Criticality is one of the most important properties of Complex Systems. Criticality occurs in two related but distinct ways: 1. when a system unexpectedly collapses from one state to another, very different, state and 2. when a system is in a state with wild fluctuations and it is highly sensitive to small changes in behaviours. In the first case we call it a 'Tipping Point' and in the second case a 'Continuous Critical Transition'. There are many practical examples of these types of behaviour: Financial markets are often in a continuous critical transition and they can also quickly collapse, diseases that are transferred through a social network can suddenly explode into a pandemic, and a local power outage in an electricity network can cause entire cities to blackout.
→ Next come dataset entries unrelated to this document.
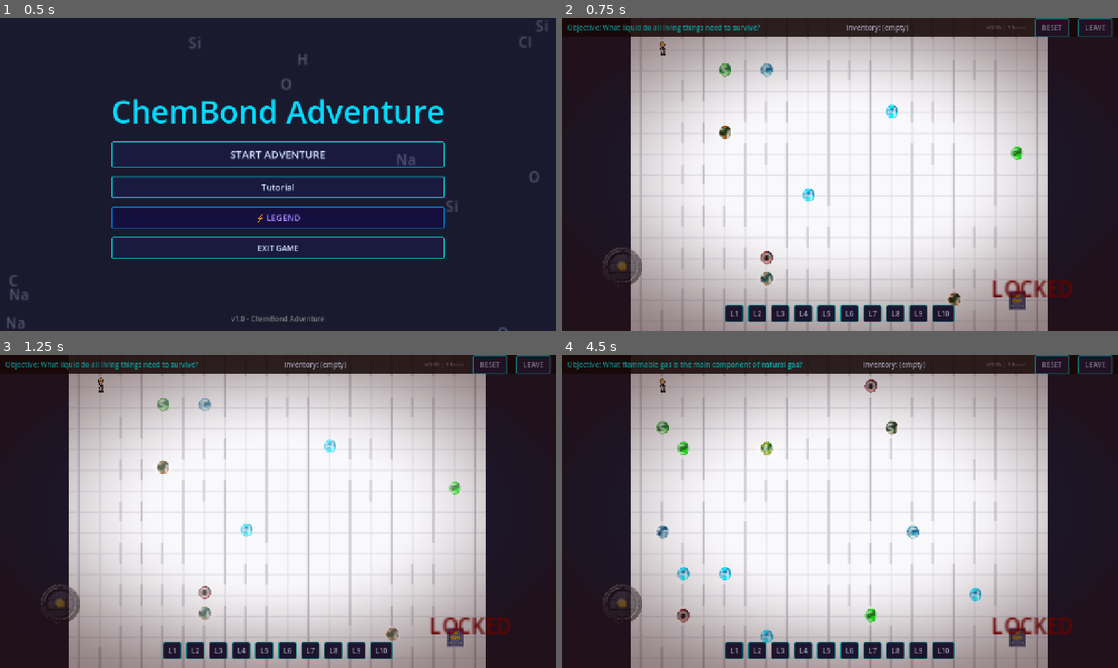
Above: before the commit, frames 1-4 (two rows, left to right).
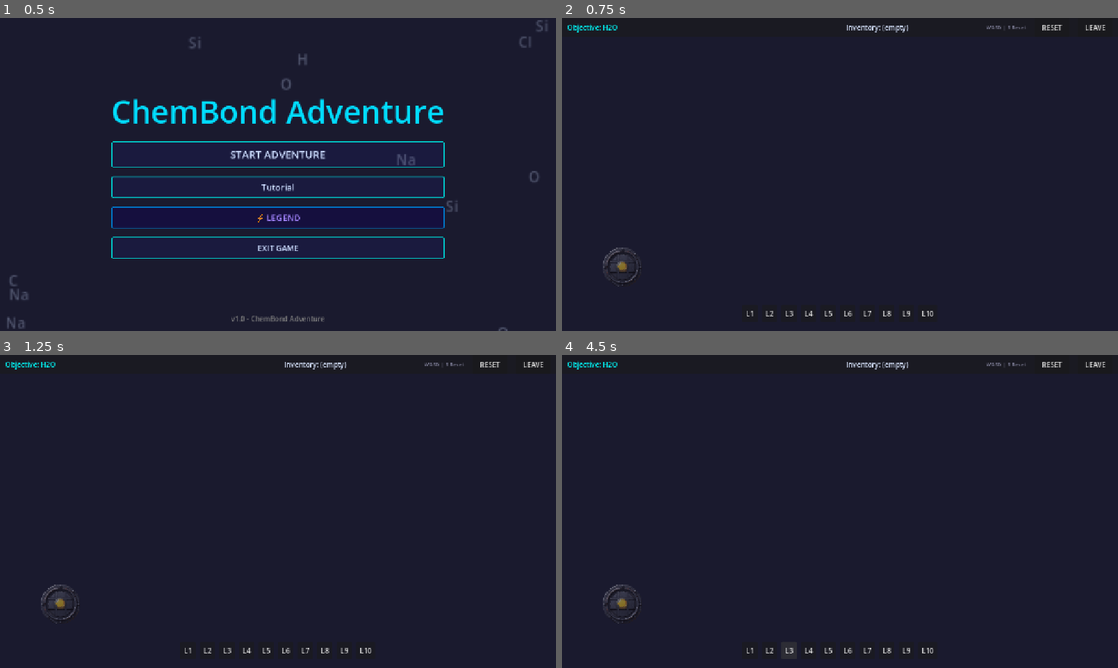
Above: after the commit, the same moments.

Repository: marshal-rizky/Chemistry-Maze
Game: Godot game, scene res://scenes/main_menu.tscn
Two runs of this game, one before a commit and one after it. Both use one fixed random seed, a clock stepped at 60 frames per second and the inputs below. Sound files missing from this copy of the repository are replaced by a short silence.
Inputs (mouse positions are in pixels of both pictures, inside the frame that each line leads up to):
- Up to frame 1 (0.5 s): no input
- Up to frame 2 (0.75 s): click "START ADVENTURE" at 0.5 s
- Up to frame 3 (1.25 s): no input
- Up to frame 4 (4.5 s): click "LEAVE" at 1.25 s; click (840, 492) at 2 s, where only the run before the commit has a clickable "START ADVENTURE"; click "L1" at 2.75 s; click "L2" at 3.5 s; click "L3" at 4.25 s

Frame 1 is identical in both runs. In frame 2, 71% of the frame differs, in the area x 0-100%, y 0-100%; in frame 3, 71%; in frame 4, 71%.
Error after the commit: Parse Error: Cannot find member "BORDER" in base "UITheme". (res://scripts/main.gd:18)

Commit message:
feat: pass required elements and pickups to TutorialManager in setup

Diff:
--- a/scripts/main.gd
+++ b/scripts/main.gd
@@ -10,14 +10,21 @@
 	$UI/LevelSelector.theme = game_theme
 	$UI/WinOverlay.theme = game_theme
 	$UI/MasterOverlay.theme = game_theme
+	$UI/TutorialWinOverlay.theme = game_theme
+	$UI/LegendaryOverlay.theme = game_theme
 
 	var navbar_style = StyleBoxFlat.new()
-	navbar_style.bg_color = Color(0.04, 0.02, 0.02, 0.85)
-	navbar_style.border_color = Color(0.5, 0.0, 0.0, 0.4)
-	navbar_style.border_width_bottom = 1
+	navbar_style.bg_color = Color(0.027, 0.043, 0.075, 0.92)
+	navbar_style.border_color = UITheme.BORDER
+	navbar_style.border_width_bottom = 2
 	navbar_style.set_corner_radius_all(0)
 	navbar_style.set_content_margin_all(6)
 	$UI/HUD.add_theme_stylebox_override("panel", navbar_style)
+
+	# HUD label retint to match terminal palette
+	$UI/HUD/HBar/ObjectiveLabel.add_theme_color_override("font_color", UITheme.TEXT_HI)
+	$UI/HUD/HBar/InventoryLabel.add_theme_color_override("font_color", UITheme.TEXT)
+	$UI/HUD/HBar/ControlHint.add_theme_color_override("font_color", UITheme.TEXT_DIM)
 
 	$UI/WinOverlay/VBox/NextBtn.pressed.connect(func(): AudioManager.play_sfx("ui_click"); _on_next_level_pressed())
 	$UI/MasterOverlay/VBox/RestartBtn.pressed.connect(func(): AudioManager.play_sfx("ui_click"); _on_restart_game_pressed())
@@ -37,6 +44,11 @@
 	)
 
 	var selector = $UI/LevelSelector
+	if GameManager.is_tutorial:
+		selector.visible = false
+	elif GameManager.is_legend_mode:
+		for i in range(selector.get_child_count()):
+			selector.get_child(i).visible = i < 3
 	for i in range(selector.get_child_count()):
 		var btn = selector.get_child(i)
 		var level_idx = i
@@ -160,7 +172,14 @@
 	tm.panel_label = lbl
 	tm.dismiss_btn = btn
 	btn.pressed.connect(tm._on_dismiss_pressed)
-	tm.setup(player, exit_gate)
+
+	var pickups: Array = []
+	for child in current_maze.get_children():
+		if child.has_method("set_tutorial_highlight"):
+			pickups.append(child)
+
+	var required = GameManager.get_current_question().required
+	tm.setup(player, exit_gate, required, pickups)
 
 func setup_vignette():
 	if get_node_or_null("UI/Vignette"): return
@@ -290,7 +309,10 @@
 	get_tree().call_deferred("reload_current_scene")
 
 func _on_level_jump(index: int):
-	GameManager.current_level = index
+	if GameManager.is_legend_mode:
+		GameManager.legend_level = index
+	else:
+		GameManager.current_level = index
 	get_tree().call_deferred("reload_current_scene")
 
 func format_inventory(inventory: Dictionary) -> String:
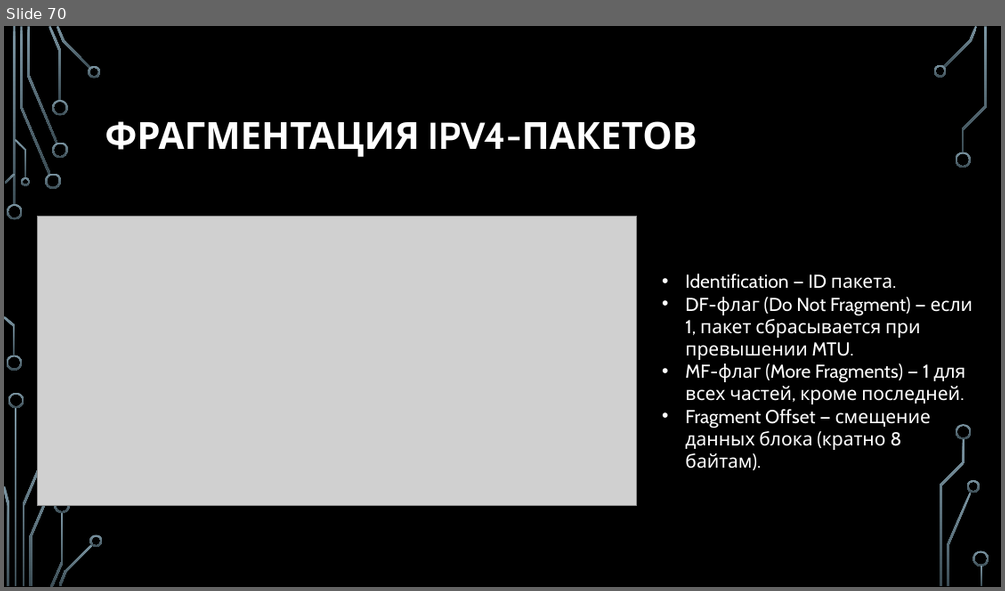
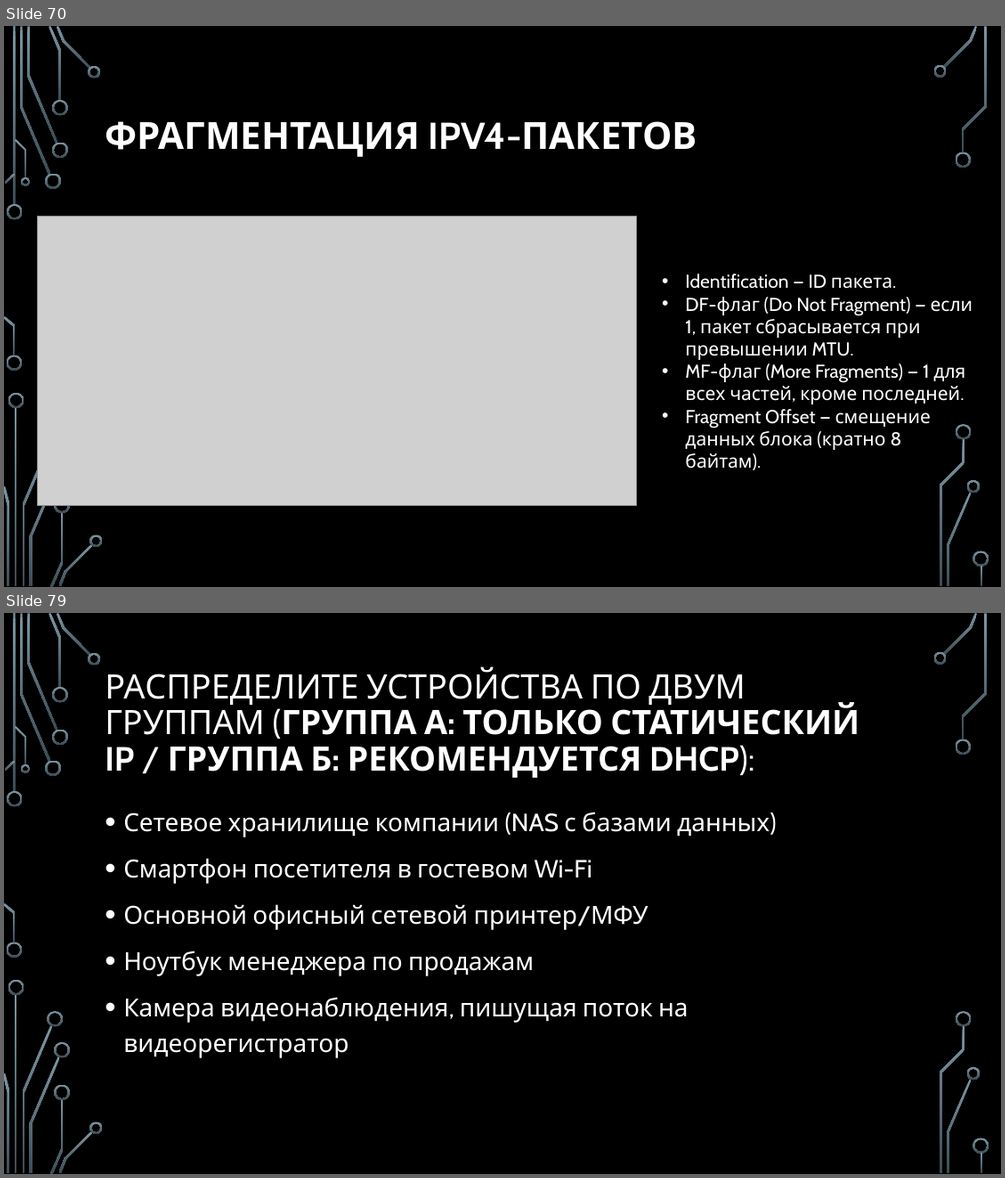
Before and after one commit to nhtgale/itn, a slide deck: 1.7 IP, Routing Basic/1.7 IP Routing Basic.pptx. Shown one above the other, each under a label of ours: slide 70 before the commit, slides 70 and 79 after it; the slides between them are not shown. The pictures are 1005x591 and 1005x1178 pixels, drawn with LibreOffice and Linux fonts; fonts in the diff are those of the drawing; grey boxes stand for pictures; background and template pictures are left out. Boxes give left, top, right and bottom in pixels: in the first picture for what was removed or moved away, otherwise in the second. Text is boxed around its words. In the diff, an @@ line names an element or a change of style, - is before the commit and + after.

```diff
--- a/1.7 IP, Routing Basic/1.7 IP Routing Basic.pptx
+++ b/1.7 IP, Routing Basic/1.7 IP Routing Basic.pptx
@@ slide 79 added at (x1=4, y1=613, x2=1001, y2=1174), background picture (left out); not listed: 34 template elements that a slide beside it also shows @@
@@ title added at (x1=105, y1=667, x2=859, y2=778), 32.4 pt, text #FFFFFF, bold @@
+РАСПРЕДЕЛИТЕ УСТРОЙСТВА ПО ДВУМ ГРУППАМ (ГРУППА А: ТОЛЬКО СТАТИЧЕСКИЙ IP / ГРУППА Б: РЕКОМЕНДУЕТСЯ DHCP):
@@ text added at (x1=123, y1=811, x2=769, y2=1058), 24 pt, text #FFFFFF @@
+• Сетевое хранилище компании (NAS с базами данных)
+• Смартфон посетителя в гостевом Wi-Fi
+• Основной офисный сетевой принтер/МФУ
+• Ноутбук менеджера по продажам
+• Камера видеонаблюдения, пишущая поток на видеорегистратор
@@ freeform shape added at (x1=48, y1=1011, x2=63, y2=1027), fill gradient #7C96A3 to #3B4C54 @@
@@ freeform shape added at (x1=54, y1=1042, x2=70, y2=1058), fill gradient #7C96A3 to #3B4C54 @@
```
Also in this commit, not shown: 8 other slides added, 3 other files.
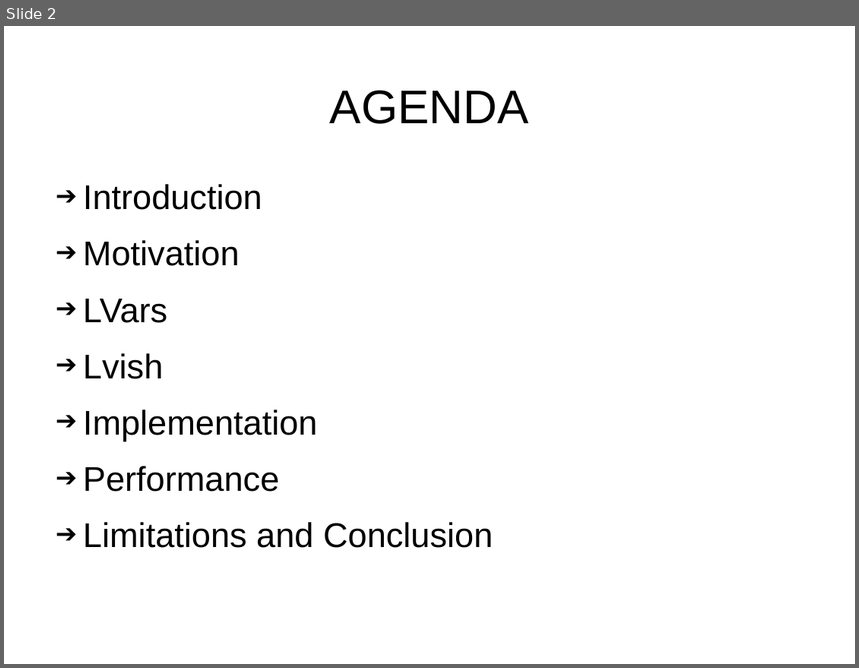
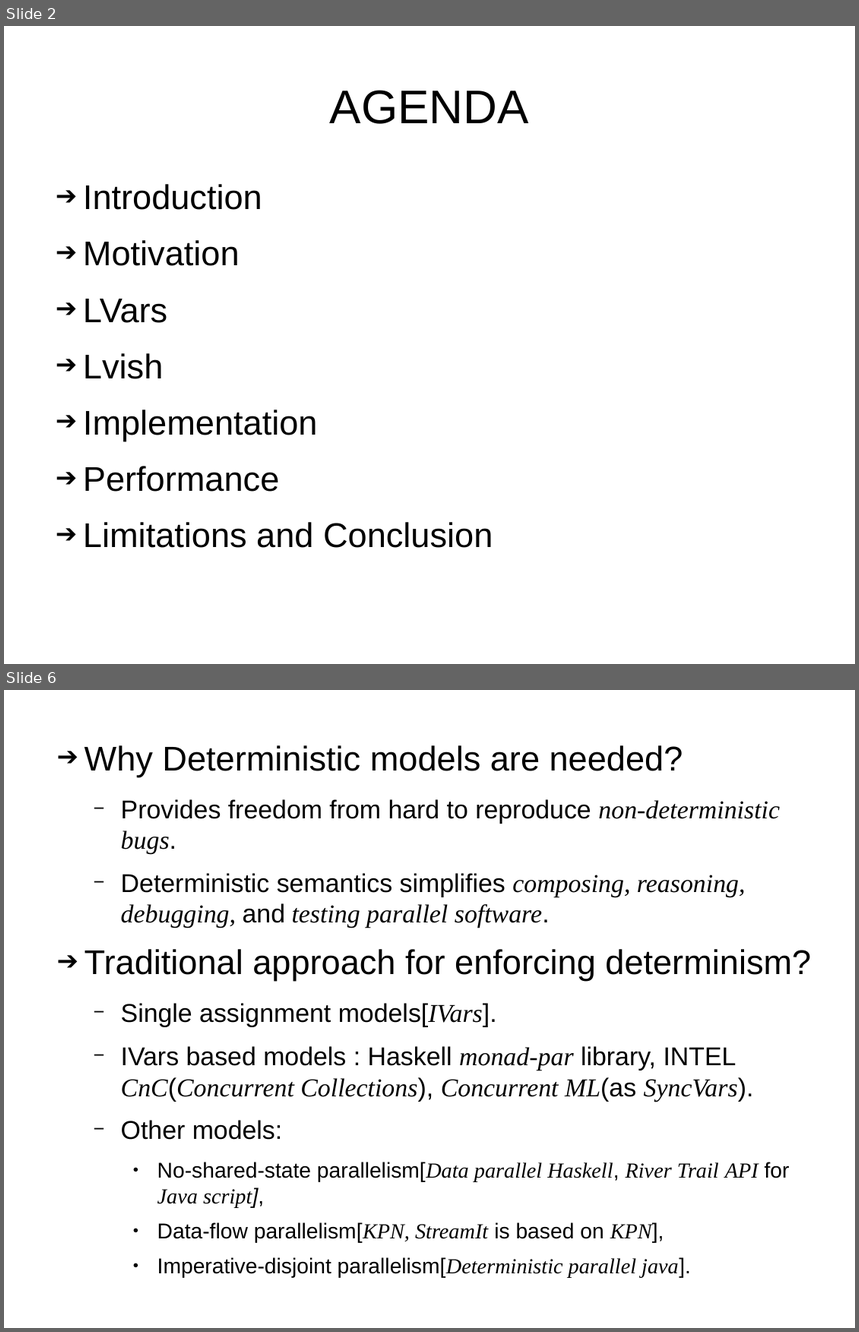
Before and after one commit to sentinel88/Personal, a slide deck: Talk.odp. Shown one above the other, each under a label of ours: slide 2 before the commit, slides 2 and 6 after it; the slides between them are not shown. The pictures are 859x668 and 859x1332 pixels, drawn with LibreOffice and Linux fonts; fonts in the diff are those of the drawing. Boxes give left, top, right and bottom in pixels: in the first picture for what was removed or moved away, otherwise in the second. Text is boxed around its words. In the diff, an @@ line names an element or a change of style, - is before the commit and + after.

```diff
--- a/Talk.odp
+++ b/Talk.odp
@@ slide 6 added at [4, 690, 855, 1328], background #FFFFFF @@
@@ text added at [85, 745, 811, 1278], 24 pt, text #000000 @@
+➔ Why Deterministic models are needed?
+  − Provides freedom from hard to reproduce non-deterministic bugs.
+  − Deterministic semantics simplifies composing, reasoning, debugging, and testing parallel software.
+➔ Traditional approach for enforcing determinism?
+  − Single assignment models[IVars].
+  − IVars based models : Haskell monad-par library, INTEL CnC(Concurrent Collections), Concurrent ML(as SyncVars).
+  − Other models:
+    ● No-shared-state parallelism[Data parallel Haskell, River Trail API for Java script],
+    ● Data-flow parallelism[KPN, StreamIt is based on KPN],
+    ● Imperative-disjoint parallelism[Deterministic parallel java].
```
Also in this commit, not shown: 3 slides changed, 2 other slides added, 1 other file.

We will also look at selforganised criticality, where a system evolves to be near one of these 'dangerous' critical points, this is one of the most exciting emergent phenomena in modern applied sciences, engineering and business and we will cover present several real-world applications in this area. This unit will study a range of important examples in which criticality plays a key role and we will show what the underlying causes are for these uncontrolled collapses and wild dynamics. We will use a combination of software examples (Matlab) and mathematical techniques in order to illustrate when and how such interactions might occur and how to simulate their dynamics. It will cover crossdisciplinary concepts and methods based on nonlinear dynamics, including elements of chaos theory and statistical physics, such as fractals and percolation.

Code CSYS5040
Academic unit Computer Science
Credit points 6
Assumed knowledge:
Mathematics at first-year undergraduate level. Some familiarity with mathematical and computational principles at an undergraduate university level (for example, differential calculus or linear algebra). Familiarity with a programming language at a beginners level for data analysis

At the completion of this unit, you should be able to:

  • LO1. understand and extend the design of a model of critical dynamics using techniques from class and your own readings
  • LO2. take a set of data and apply the techniques developed in class in order to answer key questions about a system's evolution in a structured and rigorous fashion
  • LO3. understand models of dynamical systems, the nature of the time series they generate, be able to compare them with real time series data sets, and apply these simulations in order to understand the underlying mechanisms that drive the behaviour of complex systems over time
  • LO4. develop scientific programming skills that can be applied to the analysis of dynamical systems and critical phenomena
  • LO5. assess the nature of a system from its behaviour and make an informed decision as to whether it is 'critical' or not
  • LO6. simulate the critical behaviour of a system and decide whether or not the simulation matches the behaviour of the system.